`gstg` deployment failing due to helm being stuck
What happened
Earlier today, a gstg deployment failed with this error:
Error: UPGRADE FAILED: another operation (install/upgrade/rollback) is in progress
More logs
``` Error: identified at least one change, exiting with non-zero exit code (detailed-exitcode parameter enabled) Error: plugin "diff" exited with error helm.go:86: 2025-02-03 04:27:26.38603708 +0000 UTC m=+11.257154310 [debug] plugin "diff" exited with error Comparing release=gitlab, chart=../../vendor/charts/gitlab/gstg, namespace=gitlab history.go:56: 2025-02-03 04:27:27.101998148 +0000 UTC m=+0.134467833 [debug] getting history for release gitlab upgrade.go:164: 2025-02-03 04:27:27.684416333 +0000 UTC m=+0.716886028 [debug] preparing upgrade for gitlab Error: UPGRADE FAILED: another operation (install/upgrade/rollback) is in progress helm.go:86: 2025-02-03 04:27:27.974052107 +0000 UTC m=+1.006521802 [debug] another operation (install/upgrade/rollback) is in progress ```This error was happening with deployments in the us-east1-c and the us-east1-d zonal GKE clusters only. The other zonal cluster in us-east1-b and the regional cluster in us-east1 did not face any issue.
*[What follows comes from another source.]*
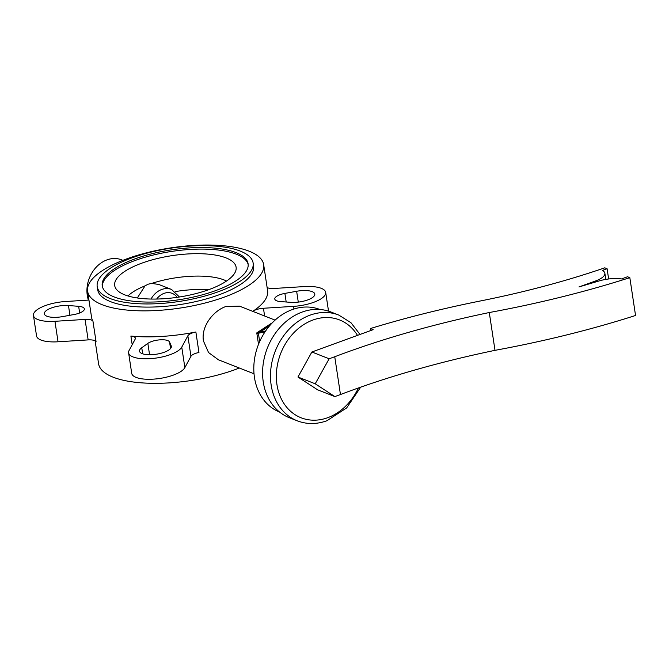<?xml version="1.0" encoding="UTF-8"?>
<svg xmlns="http://www.w3.org/2000/svg" width="669" height="669" viewBox="0 0 669 669"><rect width="100%" height="100%" fill="white"/><g stroke="black" fill="none" stroke-linecap="round" stroke-linejoin="round"><path stroke-width="1" d="M122.879 260.341L121.591 259.831A28.826 23.315 111.4 0 0 96.57 266.814A28.826 23.315 111.4 0 0 87.271 295.338A28.826 23.315 111.4 0 0 88.408 300.088M263.661 264.631A89.019 30.448 171.4 0 1 224.366 297.086A89.019 30.448 171.4 0 1 135.983 310.692A89.019 30.448 171.4 0 1 87.622 291.258A89.019 30.448 171.4 0 1 126.918 258.811A89.019 30.448 171.4 0 1 249.085 251.168A89.019 30.448 171.4 0 1 263.661 264.631L267.592 290.63A89.019 30.448 171.4 0 1 253.049 311.144A10.177 3.479 -8.6 0 1 263.444 308.258L293.54 306.369A27.128 9.282 171.4 0 0 325.694 292.42L328.529 311.135M239.36 368.025A89.019 30.448 171.4 0 1 235.329 369.556A89.019 30.448 171.4 0 1 146.946 383.161A89.019 30.448 171.4 0 1 98.577 363.735L95.115 340.814M254.019 373.787L218.437 359.805L208.561 352.563L203.443 340.964C200.943 326.656 213.06 310.926 225.796 306.536L239.51 306.143L275.093 320.125M301.1 301.686A16.106 5.511 -8.6 0 0 314.798 294.067A16.106 5.511 -8.6 0 0 296.643 291.266L284.885 293.407A11.866 4.056 -8.6 0 0 274.792 299.026A11.866 4.056 -8.6 0 0 280.495 301.568L290.681 302.338A16.106 5.511 -8.6 0 0 301.1 301.686M139.645 351.66A16.106 5.511 -8.6 0 0 156.964 354.118A16.106 5.511 -8.6 0 0 171.364 346.375A16.106 5.511 -8.6 0 0 171.231 345.898L169.566 342.018A11.866 4.056 -8.6 0 0 160.259 339.81A11.866 4.056 -8.6 0 0 147.849 343.381L141.753 347.746A16.106 5.511 -8.6 0 0 139.503 351.192A16.106 5.511 -8.6 0 0 139.645 351.66M58.044 306.193A16.106 5.511 -8.6 0 0 44.346 313.82A16.106 5.511 -8.6 0 0 62.501 316.621L74.259 314.48A11.866 4.056 -8.6 0 0 84.353 308.861A11.866 4.056 -8.6 0 0 78.649 306.318L68.472 305.541A16.106 5.511 -8.6 0 0 58.044 306.193M330.896 311.98A56.806 45.944 111.4 0 0 281.599 325.728A56.806 45.944 111.4 0 0 263.26 381.94A56.806 45.944 111.4 0 0 289.359 417.724L297.253 420.818A56.806 45.944 111.4 0 1 271.154 385.035A56.806 45.944 111.4 0 1 310.031 315.166A56.806 45.944 111.4 0 1 338.782 315.074L330.896 311.98M319.899 309.479A55.109 44.572 111.4 0 0 272.166 322.96A55.109 44.572 111.4 0 0 254.454 377.416A55.109 44.572 111.4 0 0 279.609 412.071M102.39 286.608A73.757 25.23 171.4 0 1 135.029 260.517A73.757 25.23 171.4 0 1 248.182 264.556M134.795 258.936A73.757 25.23 171.4 0 1 208.026 247.664A73.757 25.23 171.4 0 1 248.099 263.77A73.757 25.23 171.4 0 1 215.535 290.655A73.757 25.23 171.4 0 1 142.305 301.928A73.757 25.23 171.4 0 1 102.232 285.822A73.757 25.23 171.4 0 1 134.795 258.936M218.32 291.743A78.85 26.969 171.4 0 1 140.038 303.801A78.85 26.969 171.4 0 1 97.206 286.583A78.85 26.969 171.4 0 1 132.01 257.849A78.85 26.969 171.4 0 1 210.292 245.791A78.85 26.969 171.4 0 1 253.125 263.009A78.85 26.969 171.4 0 1 218.32 291.743M97.206 286.583L97.682 289.736A78.85 26.969 -8.6 0 0 140.515 306.954A78.85 26.969 -8.6 0 0 218.796 294.895A78.85 26.969 -8.6 0 0 253.601 266.153L253.125 263.009M137.321 297.973L145.022 285.864L148.15 284.191L151.696 283.43A55.109 18.849 171.4 0 1 226.507 281.047M141.795 263.176A61.397 20.998 171.4 0 1 205.592 253.944A61.397 20.998 171.4 0 1 236.098 269.44A61.397 20.998 171.4 0 1 209.012 289.568A61.397 20.998 171.4 0 1 115.369 287.703A61.397 20.998 171.4 0 1 141.795 263.176M269.498 325.92L259.965 332.133L265.618 330.988M265.317 331.439L257.59 332.995L270.886 324.331M265.016 331.891L258.393 333.221A1.355 0.46 171.4 0 1 256.796 332.995A1.355 0.46 171.4 0 1 257.021 332.685L271.422 323.303A1.355 0.46 171.4 0 1 272.107 323.027M175.211 291.6A55.109 18.849 171.4 0 1 208.427 289.777M151.696 283.43L158.729 284.442L171.548 289.468A19.501 15.772 111.4 0 0 161.672 289.501A19.501 15.772 111.4 0 0 151.052 299.051M127.963 295.949A55.109 18.849 171.4 0 1 145.022 285.864M184.861 367.616L190.949 356.301A10.177 3.479 -8.6 0 1 198.961 352.479L195.866 331.991A89.019 30.448 171.4 0 1 130.89 336.064A10.177 3.479 -8.6 0 1 135.381 338.213A10.177 3.479 -8.6 0 1 135.197 339.116L129.109 350.431A27.128 9.282 171.4 0 0 128.607 352.839L131.709 373.319A27.128 9.282 171.4 0 0 156.546 378.871A27.128 9.282 171.4 0 0 184.861 367.616L181.759 347.136A27.128 9.282 171.4 0 1 153.452 358.392A27.128 9.282 171.4 0 1 128.607 352.839M195.866 331.991A10.177 3.479 -8.6 0 0 187.855 335.821L181.759 347.136M92.949 321.162A10.177 3.479 -8.6 0 0 85.055 319.422L54.95 321.304A27.128 9.282 171.4 0 1 33.45 315.467L36.544 335.947A27.128 9.282 171.4 0 0 58.044 341.784L88.149 339.902A10.177 3.479 -8.6 0 1 96.052 341.642L92.949 321.162A89.019 30.448 171.4 0 1 91.553 317.257L87.622 291.258M33.45 315.467A27.128 9.282 171.4 0 1 65.604 301.51L88.952 300.055M267.132 287.553A10.177 3.479 -8.6 0 0 274.098 288.464L304.194 286.583A27.128 9.282 171.4 0 1 325.694 292.42M317.599 389.801L297.956 377.023L311.879 351.994L329.148 358.776L315.216 383.797L334.86 396.583L317.599 389.801M315.216 383.797L297.956 377.023M311.879 351.994L373.16 329.65L370.375 328.554A432.391 147.891 171.4 0 1 481.086 300.833A378.136 129.326 -8.6 0 0 604.776 267.826L607.092 268.737L602.334 270.468A21.199 7.25 171.4 0 1 604.868 273.261A21.199 7.25 171.4 0 1 595.335 281.055L578.969 286.934L599.708 280.771A21.199 7.25 171.4 0 1 621.493 278.948L627.514 276.749L629.83 277.66A432.391 147.891 171.4 0 1 489.282 312.532A423.912 144.989 -8.6 0 0 334.743 356.736L329.148 358.776M370.676 330.553L370.375 328.554M608.639 278.973L607.092 268.737M489.282 312.532L495.001 350.339A432.391 147.891 171.4 0 0 635.55 315.475L629.83 277.66M495.001 350.339A423.912 144.989 -8.6 0 0 340.462 394.543L334.743 356.736M340.462 394.543L334.86 396.583M298.282 302.112L296.643 291.266M171.373 346.86L171.231 345.898M357.463 335.37A52.567 42.515 111.4 0 0 312.95 320.016A52.567 42.515 111.4 0 0 276.966 384.675A52.567 42.515 111.4 0 0 327.726 417.699A52.567 42.515 111.4 0 0 358.383 387.97M177.16 297.337A16.106 13.029 111.4 0 0 164.005 293.382A16.106 13.029 111.4 0 0 156.663 299.043M259.664 341.608L258.393 333.221M79.661 312.983L78.649 306.318M69.936 315.266L68.472 305.541M170.553 348.541L169.566 342.018M149.563 354.737L147.849 343.381M142.673 353.817L141.753 347.746M286.19 302.003L284.885 293.407M293.942 309.028L293.54 306.369M264.615 316.002L263.444 308.258M132.194 344.694L130.89 336.064M190.949 356.301L187.855 335.821M88.149 339.902L85.055 319.422M58.044 341.784L54.95 321.304M595.477 282.034L595.335 281.055M297.253 420.818C306.77 424.439 316.638 424.422 326.857 420.768L346.642 407.931L360.658 387.175M360.014 334.441L350.949 322.692L338.782 315.074M179.451 296.994L171.548 289.468M256.796 332.995L258.51 344.343M604.868 273.261L605.796 279.399"/></g></svg>

The output of helm list --all only said that the upgrade was pending. Once the CI job failed, this upgrade's status did not change.
$ ./linux-amd64/helm history gitlab
REVISION UPDATED STATUS CHART APP VERSION DESCRIPTION
2102 Fri Jan 31 02:22:01 2025 superseded gitlab-8.8.1 master Upgrade complete
2103 Fri Jan 31 06:03:59 2025 superseded gitlab-8.8.1 master Upgrade complete
2104 Fri Jan 31 08:57:03 2025 superseded gitlab-8.8.1 master Upgrade complete
2105 Fri Jan 31 10:43:40 2025 superseded gitlab-8.8.1 master Upgrade complete
2106 Fri Jan 31 12:37:38 2025 superseded gitlab-8.8.1 master Upgrade complete
2107 Fri Jan 31 14:59:47 2025 superseded gitlab-8.8.1 master Upgrade complete
2108 Fri Jan 31 16:36:41 2025 superseded gitlab-8.8.1 master Upgrade complete
2109 Fri Jan 31 18:13:48 2025 superseded gitlab-8.8.1 master Upgrade complete
2110 Fri Jan 31 20:25:26 2025 deployed gitlab-8.8.1 master Upgrade complete
2111 Mon Feb 3 01:56:41 2025 pending-upgrade gitlab-8.8.1 master Preparing upgrade
This error happened after the k-ctl upgrade command was run.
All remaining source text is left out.